◆ **Data to process**:

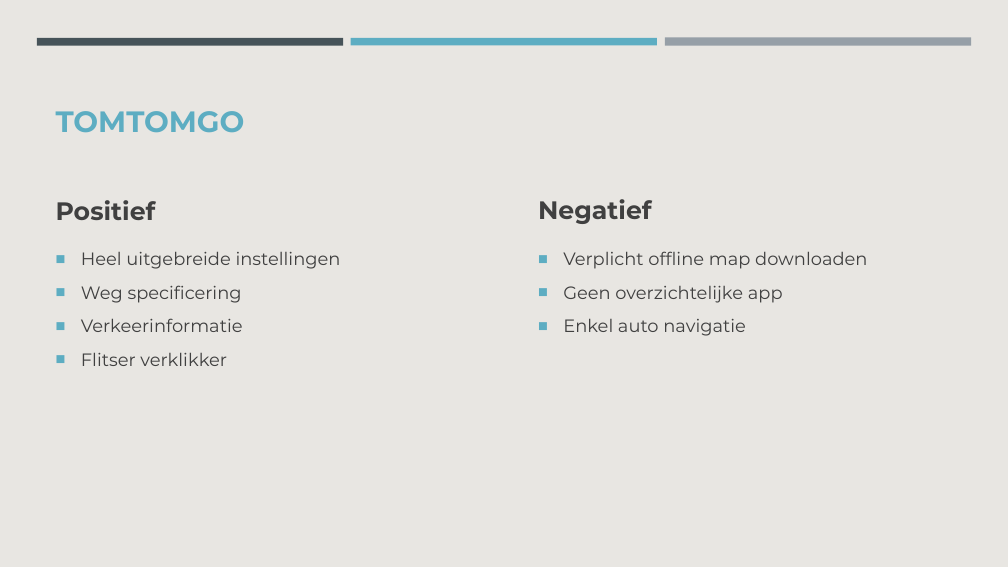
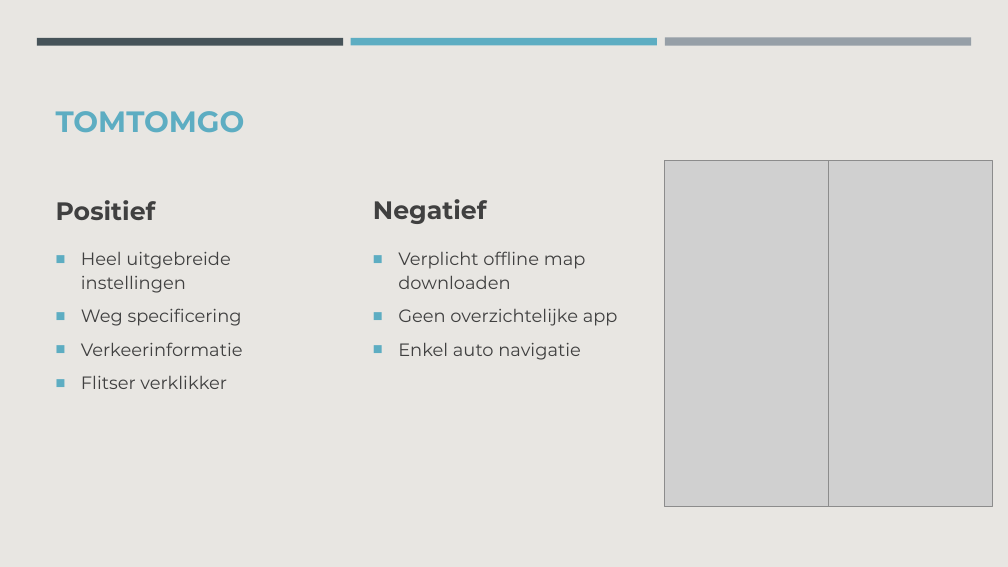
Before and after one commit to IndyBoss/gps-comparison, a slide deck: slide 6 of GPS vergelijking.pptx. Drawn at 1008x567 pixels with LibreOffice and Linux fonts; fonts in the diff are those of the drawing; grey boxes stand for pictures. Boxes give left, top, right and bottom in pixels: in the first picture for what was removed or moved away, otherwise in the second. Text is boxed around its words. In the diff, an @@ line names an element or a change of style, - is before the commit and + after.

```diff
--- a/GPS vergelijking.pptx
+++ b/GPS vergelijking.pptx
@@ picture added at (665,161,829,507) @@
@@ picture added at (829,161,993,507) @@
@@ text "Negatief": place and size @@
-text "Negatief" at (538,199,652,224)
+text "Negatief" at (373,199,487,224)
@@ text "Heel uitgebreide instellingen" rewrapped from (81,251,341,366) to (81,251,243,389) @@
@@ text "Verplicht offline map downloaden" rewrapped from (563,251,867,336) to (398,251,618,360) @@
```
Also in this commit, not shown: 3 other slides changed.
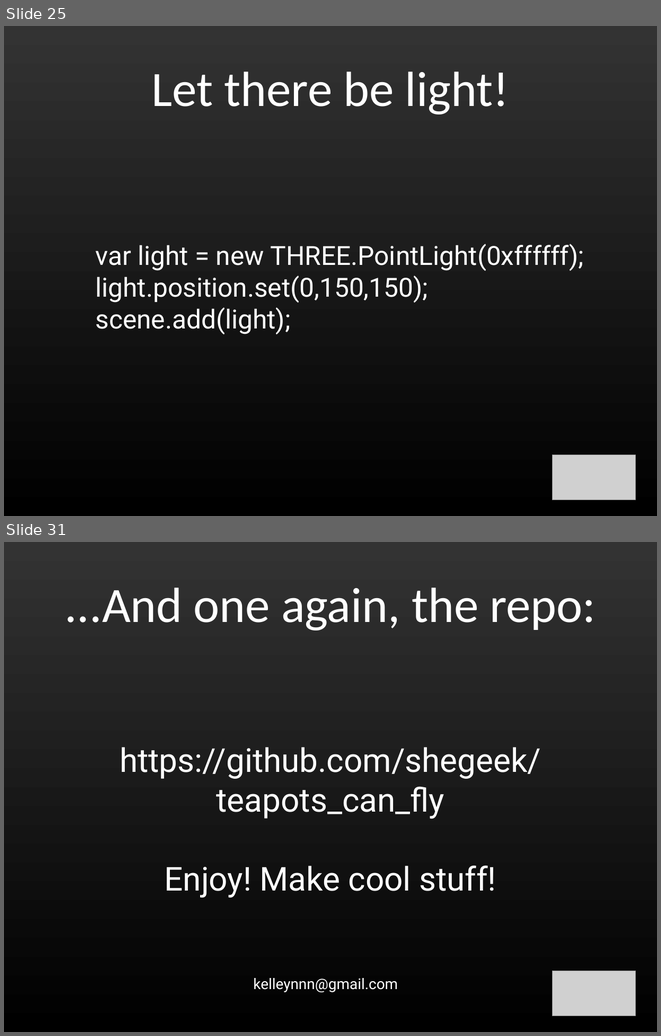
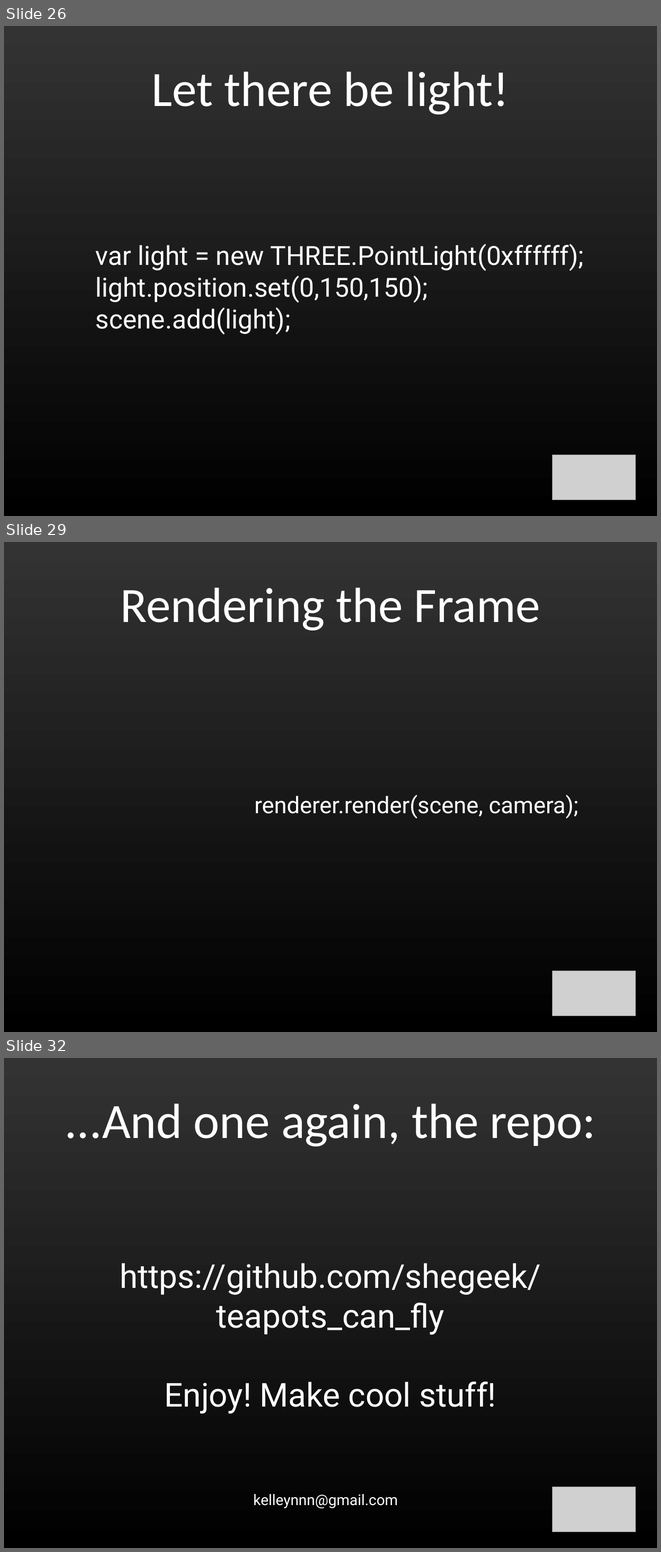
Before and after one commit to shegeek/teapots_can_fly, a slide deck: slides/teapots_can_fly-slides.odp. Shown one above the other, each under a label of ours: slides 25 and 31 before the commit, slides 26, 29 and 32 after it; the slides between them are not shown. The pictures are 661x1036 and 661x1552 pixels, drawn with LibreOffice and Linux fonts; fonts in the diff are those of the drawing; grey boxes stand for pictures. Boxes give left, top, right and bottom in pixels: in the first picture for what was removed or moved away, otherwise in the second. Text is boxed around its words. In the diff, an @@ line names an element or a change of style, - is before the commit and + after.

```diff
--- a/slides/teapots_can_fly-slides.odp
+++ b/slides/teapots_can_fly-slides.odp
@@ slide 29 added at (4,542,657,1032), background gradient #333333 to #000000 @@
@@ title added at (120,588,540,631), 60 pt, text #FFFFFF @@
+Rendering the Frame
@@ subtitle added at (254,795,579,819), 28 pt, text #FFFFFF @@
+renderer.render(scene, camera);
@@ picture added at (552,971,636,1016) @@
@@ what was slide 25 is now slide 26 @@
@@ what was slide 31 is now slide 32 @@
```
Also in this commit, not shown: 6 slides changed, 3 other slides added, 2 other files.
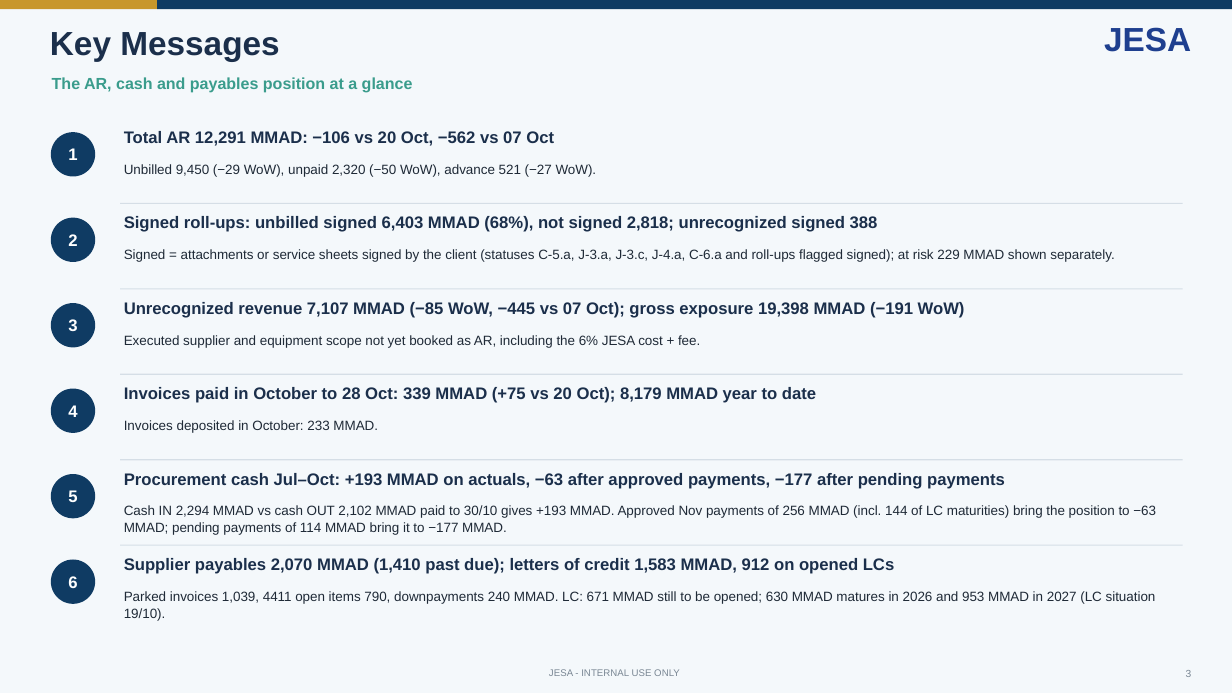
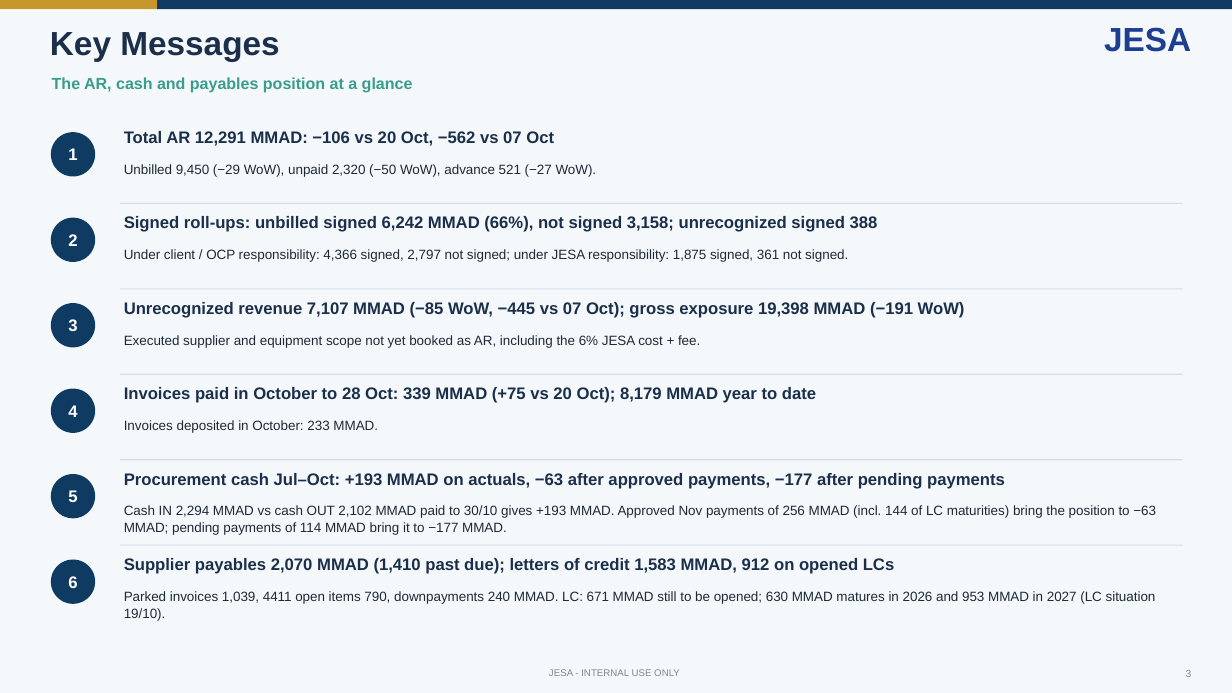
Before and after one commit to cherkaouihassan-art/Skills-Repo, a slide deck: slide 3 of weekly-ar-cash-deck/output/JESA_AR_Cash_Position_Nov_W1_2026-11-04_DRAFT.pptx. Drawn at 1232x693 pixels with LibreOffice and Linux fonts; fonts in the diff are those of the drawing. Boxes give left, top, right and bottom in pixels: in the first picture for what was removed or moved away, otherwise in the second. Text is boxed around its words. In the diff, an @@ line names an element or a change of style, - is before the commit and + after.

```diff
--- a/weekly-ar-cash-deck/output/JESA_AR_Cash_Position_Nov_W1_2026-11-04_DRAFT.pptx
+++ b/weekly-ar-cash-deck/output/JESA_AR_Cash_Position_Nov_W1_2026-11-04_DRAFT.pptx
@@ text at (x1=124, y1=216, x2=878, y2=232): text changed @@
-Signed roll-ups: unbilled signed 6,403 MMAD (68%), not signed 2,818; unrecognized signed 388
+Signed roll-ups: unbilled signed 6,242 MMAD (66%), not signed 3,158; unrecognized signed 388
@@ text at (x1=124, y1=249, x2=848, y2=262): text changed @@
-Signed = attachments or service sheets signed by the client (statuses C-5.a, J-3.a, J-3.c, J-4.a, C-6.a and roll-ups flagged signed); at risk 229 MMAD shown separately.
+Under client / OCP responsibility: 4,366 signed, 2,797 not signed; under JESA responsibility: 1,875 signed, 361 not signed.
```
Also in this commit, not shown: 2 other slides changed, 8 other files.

◆ **What is expected**:
From the material above, copy every line that has the word "output" in it.

◆ **Written answer**:
Before and after one commit to cherkaouihassan-art/Skills-Repo, a slide deck: slide 3 of weekly-ar-cash-deck/output/JESA_AR_Cash_Position_Nov_W1_2026-11-04_DRAFT.pptx. Drawn at 1232x693 pixels with LibreOffice and Linux fonts; fonts in the diff are those of the drawing. Boxes give left, top, right and bottom in pixels: in the first picture for what was removed or moved away, otherwise in the second. Text is boxed around its words. In the diff, an @@ line names an element or a change of style, - is before the commit and + after.
--- a/weekly-ar-cash-deck/output/JESA_AR_Cash_Position_Nov_W1_2026-11-04_DRAFT.pptx
+++ b/weekly-ar-cash-deck/output/JESA_AR_Cash_Position_Nov_W1_2026-11-04_DRAFT.pptx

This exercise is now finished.